I sit on the bed carefully, easing myself beside her. She shifts instinctively toward me, curling into my side like she’s done this before—even though she hasn’t. Not like this. Not with need written so plainly into the lines of her body.
I pull her gently against my chest, one arm wrapping around her shoulders, the other settling at her back. She fits there perfectly, like my body knew where hers belonged before my mind ever caught up.
She sighs again, deeper this time.
The tension in her frame eases by degrees, and I realize she’s been bracing herself against the pain for hours. Alone.
That thought makes my jaw clench.
I rest my chin lightly against the top of her head, careful not to crowd her. My thumb traces slow, absent-minded circles on her arm. Her breathing evens out gradually, the shallow gasps turning into steadier inhales.
“Better?” I murmur.
“A little,” she admits. “Don’t move.”
“I won’t.”
And I mean it.
We sit like that, time stretching into something unmeasured. Outside, the palace goes on—footsteps, distant voices, the muted clink of crockery—but in this room, everything narrows down to her weight against me, the warmth of her body seeping into mine.
I think about how easily she tries to disappear when she’s hurting. How she turns pain into something private, contained.It angers me—not at her, never at her—but at the world that taught her this was necessary.

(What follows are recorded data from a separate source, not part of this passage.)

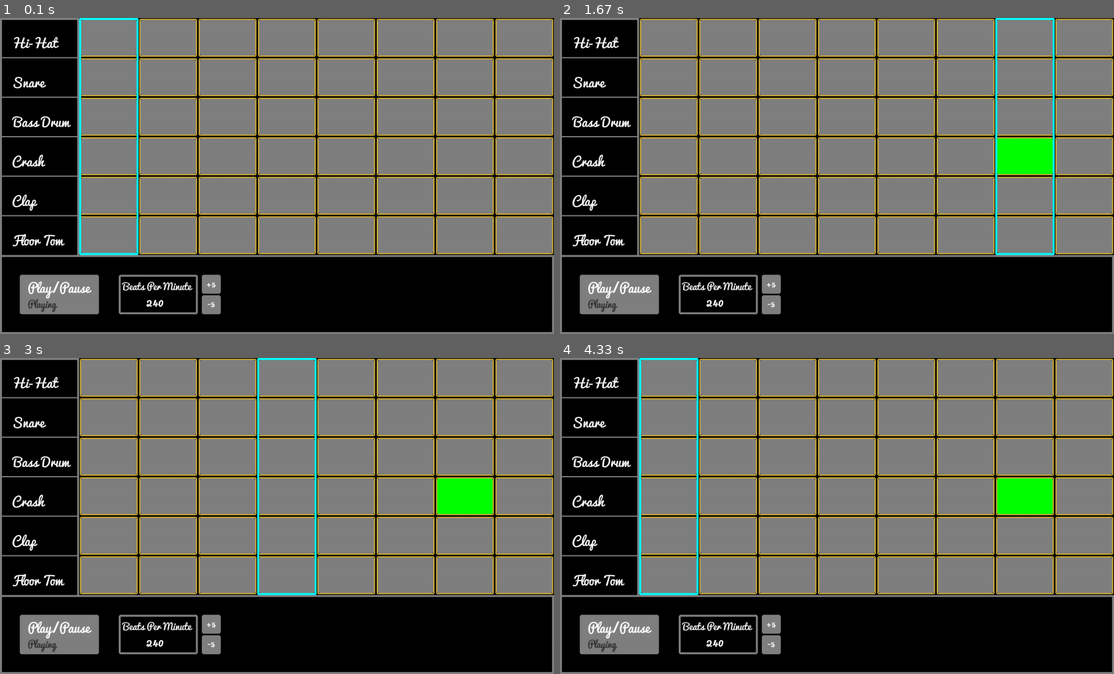
Above: before the commit, frames 1-4 (two rows, left to right).
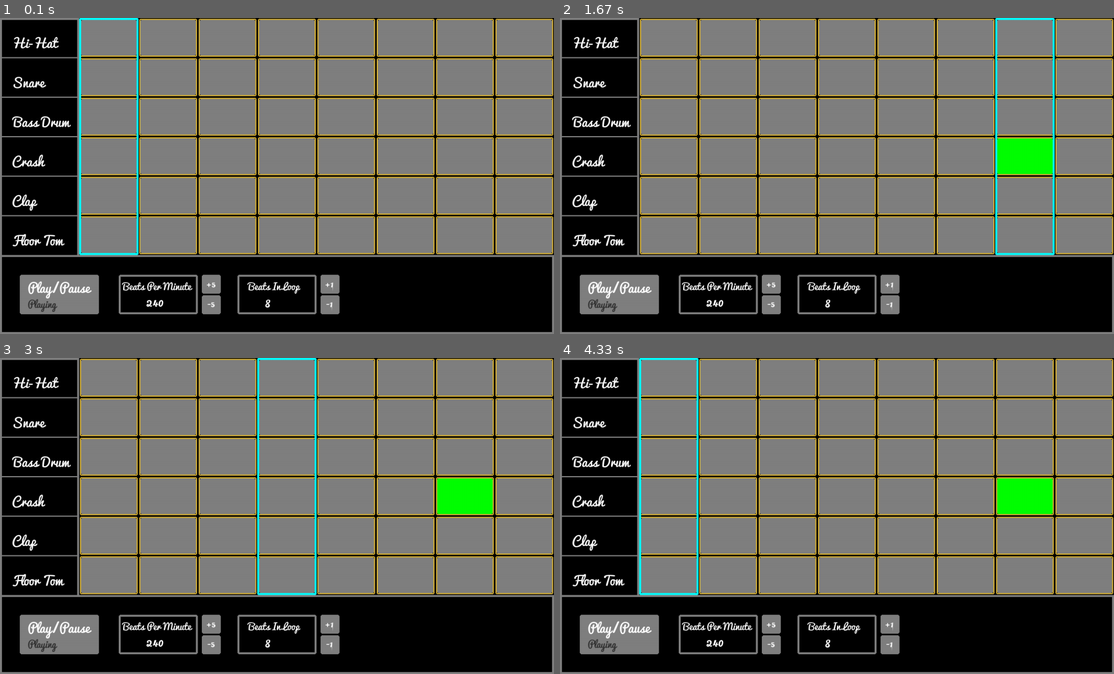
Above: after the commit, the same moments.

Repository: josh-dunaway/pygame-drum-machine
Game: pygame game, started from drum-machine.py
The game is run twice, just before and just after one commit, with the same random seed, the same clock (stepped at 60 frames per second) and the same inputs.
Inputs (mouse positions are in pixels of both pictures, inside the frame that each line leads up to):
- Up to frame 1 (0.1 s): no input
- Up to frame 2 (1.67 s): press the mouse at (1025, 157) at 0.37 s; move the mouse to (842, 141) at 0.47 s; release the mouse at (665, 128) at 0.6 s
- Up to frame 3 (3 s): no input
- Up to frame 4 (4.33 s): no input

The runs differ from the first frame. In frame 1, 0.9% of the frame differs, in the area x 42-62%, y 81-94%; in frame 2, 0.9%; in frame 3, 0.9%; in frame 4, 0.9%.

Commit message:
added buttons to adjust number of beats in loop

Diff:
--- a/drum-machine.py
+++ b/drum-machine.py
@@ -145,7 +145,7 @@
         play_text2 = medium_font.render('Paused', True, dark_gray)
     screen.blit(play_text2, (70, HEIGHT - 100))
 
-    # 'bpm stuff'
+    # drawing 'bpm stuff'
     bpm_rect = pygame.draw.rect(
         screen,
         gray,
@@ -175,6 +175,37 @@
     bpm_sub_text = medium_font.render('-5', True, white)
     screen.blit(bpm_add_text, (520, HEIGHT - 152))
     screen.blit(bpm_sub_text, (524, HEIGHT - 102))
+
+    # drawing 'beats stuff'
+    beats_rect = pygame.draw.rect(
+        screen,
+        gray,
+        [600, HEIGHT - 150, 200, 100],
+        5,
+        5
+    )
+    beats_text = medium_font.render('Beats In Loop', True, white)
+    screen.blit(beats_text, (625, HEIGHT - 145))
+    beats_text2 = label_font.render(f'{beats}', True, white)
+    screen.blit(beats_text2, (670, HEIGHT - 115))
+    beats_add_rect = pygame.draw.rect(
+        screen,
+        gray,
+        [810, HEIGHT - 150, 48, 48],
+        0,
+        5
+    )
+    beats_sub_rect = pygame.draw.rect(
+        screen,
+        gray,
+        [810, HEIGHT - 98, 48, 48],
+        0,
+        5
+    )
+    beats_add_text = medium_font.render('+1', True, white)
+    beats_sub_text = medium_font.render('-1', True, white)
+    screen.blit(beats_add_text, (820, HEIGHT - 152))
+    screen.blit(beats_sub_text, (824, HEIGHT - 102))
 
     if beat_changed:
         play_notes()
@@ -199,6 +230,14 @@
                 bpm += 5
             elif bpm_sub_rect.collidepoint(event.pos):
                 bpm -= 5
+            elif beats_add_rect.collidepoint(event.pos):
+                beats += 1
+                for i in range(len(clicked)):
+                    clicked[i].append(-1)
+            elif beats_sub_rect.collidepoint(event.pos):
+                beats -= 1
+                for i in range(len(clicked)):
+                    clicked[i].pop(-1)
 
     beat_length = 3600 // bpm

My hand tightens just a fraction, a silent promise.
She shifts slightly, her forehead pressing into my chest. “You don’t have to stay,” she murmurs, even as she leans closer.
I huff out a breath. “I know.”
“But you’re busy,” she insists weakly.
“I canceled everything,” I say.
She stills. “What?”
“I’m right here,” I repeat. “That’s all that matters.”

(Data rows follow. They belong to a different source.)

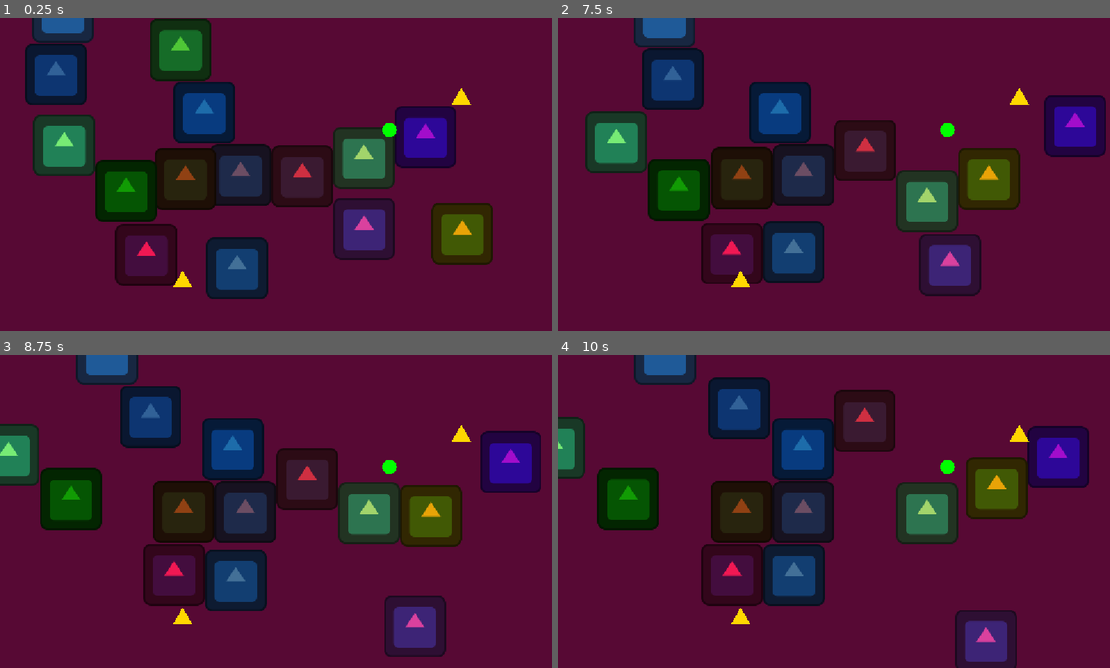
Above: before the commit, frames 1-4 (two rows, left to right).
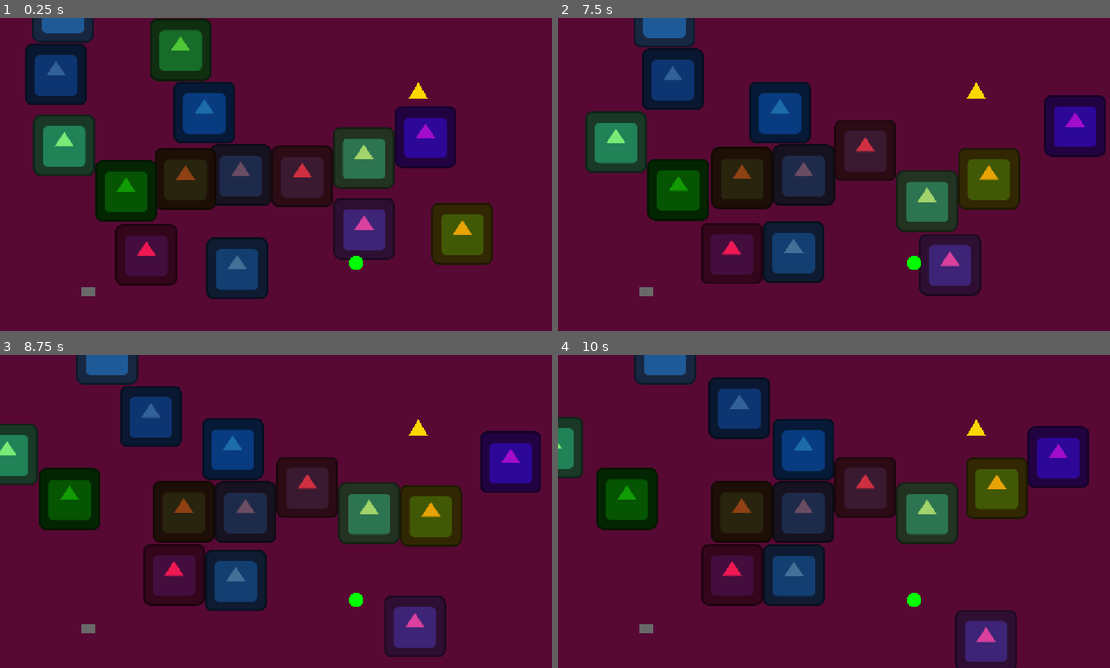
Above: after the commit, the same moments.

Repository: Tijana0/Last-One-Dancing
Game: Godot game, scene res://scenes/game_room.tscn
Same seed, same stepped clock (60 frames per second), same inputs: the game is played once before the commit and once after it. This scene is started directly instead of the project's main scene. The engine's default icon, where the game draws it, is replaced by a stand-in: a white triangle on a blue panel in a dark square.
Inputs:
- Up to frame 1 (0.25 s): no input
- Up to frame 2 (7.5 s): tap Enter (ui_accept) at 0.5, 0.77, 1.25, 1.52, 2, 3.02, 3.77, 4.52, 6.02, 6.5, 6.77 s; hold Right (ui_right) 0.53-1.28 s; tap F (dance) every 2.25 s from 0.6 to 7.35 s; hold Down (ui_down) 1.28-2.03 s; tap K at 1.35, 5.85 s; hold Right (ui_right) 2.03-2.78 s; hold Space 2.03-2.78 s; hold Up (ui_up) 2.78-3.53 s; hold K 3.53-4.28 s; hold Left (ui_left) 3.53-5.03 s; tap Space at 4.35 s; hold Down (ui_down) 5.03-5.78 s; hold Right (ui_right) 5.78-6.53 s; hold Up (ui_up) 6.53-7.28 s; hold Space 6.53-7.28 s; hold Right (ui_right) from 7.28 s (still down)
- Up to frame 3 (8.75 s): tap Enter (ui_accept) at 7.52 s; release Right (ui_right) at 8.03 s; hold Down (ui_down) from 8.03 s (still down); hold K from 8.03 s (still down)
- Up to frame 4 (10 s): release Down (ui_down) at 8.78 s; release K at 8.78 s; hold Left (ui_left) 8.78-9.53 s; tap Space at 8.85 s; tap Enter (ui_accept) at 9.02, 9.77 s; hold Up (ui_up) from 9.53 s (still down); tap F (dance) at 9.6 s

The runs differ from the first frame. In frame 1, 0.5% of the frame differs, in the area x 14-86%, y 20-89%; in frame 2, 0.7%; in frame 3, 2.1%; in frame 4, 5.3%, in the area x 0-86%, y 7-89%.

Commit message:
fix: synchronize pickup item types across clients

Diff:
--- a/scripts/managers/game_manager.gd
+++ b/scripts/managers/game_manager.gd
@@ -50,18 +50,32 @@
 
 func spawn_scattered_items():
 	print("Spawning scattered items...")
+
+	# Create a list of types to ensure one of each
+	var types = [0, 1, 2] # POTION, GUN, MASK
+	types.shuffle()
+
 	for i in range(PICKUP_COUNT):
 		var item_name = "Pickup_" + str(i)
 		var pos = Vector2(randf_range(-400, 400), randf_range(-300, 300))
 
+		# Cycle through types if count > 3 (using modulus)
+		var type = types[i % types.size()]
+
 		# Call RPC to spawn on all clients (including server)
-		spawn_item.rpc(pos, item_name)
+		spawn_item.rpc(pos, item_name, type)
 
 @rpc("authority", "call_local")
-func spawn_item(pos: Vector2, item_name: String):
+func spawn_item(pos: Vector2, item_name: String, item_type: int):
 	var item = PICKUP_SCENE.instantiate()
 	item.name = item_name
 	item.position = pos
+
+	# Set type BEFORE adding to tree so _ready logic works if needed,
+	# but we removed randomization from _ready so we just set it here.
+	item.type = item_type
+	item.update_visuals() # Force visual update
+
 	get_parent().call_deferred("add_child", item)
 
 @rpc("any_peer", "call_local")
--- a/scripts/pickup_item.gd
+++ b/scripts/pickup_item.gd
@@ -5,9 +5,6 @@
 
 func _ready():
 	add_to_group("pickups")
-
-	# Randomize type if not set
-	type = ItemType.values().pick_random()
 	update_visuals()
 
 func update_visuals():

She doesn’t argue after that.
Minutes pass. Maybe more. Her breathing grows heavier, her body slackening as exhaustion pulls her under. I stay still, afraid even the smallest movement might wake her or worsen the pain.
I watch her face as she sleeps.
The furrow between her brows slowly smooths out. Her lips part slightly, no longer clenched. She looks younger like this. Softer. Vulnerable in a way she rarely allows herself to be.
And something fierce and protective coils in my chest.
I don’t know when loving her stopped being a choice and became instinct. I just know that right now, holding her feels like the most important thing I will do all day.
I press a kiss to her hair, barely there.
“You’re safe,” I whisper, even though she can’t hear me. “I’ve got you.”
And for as long as she needs it, I stay exactly where I am.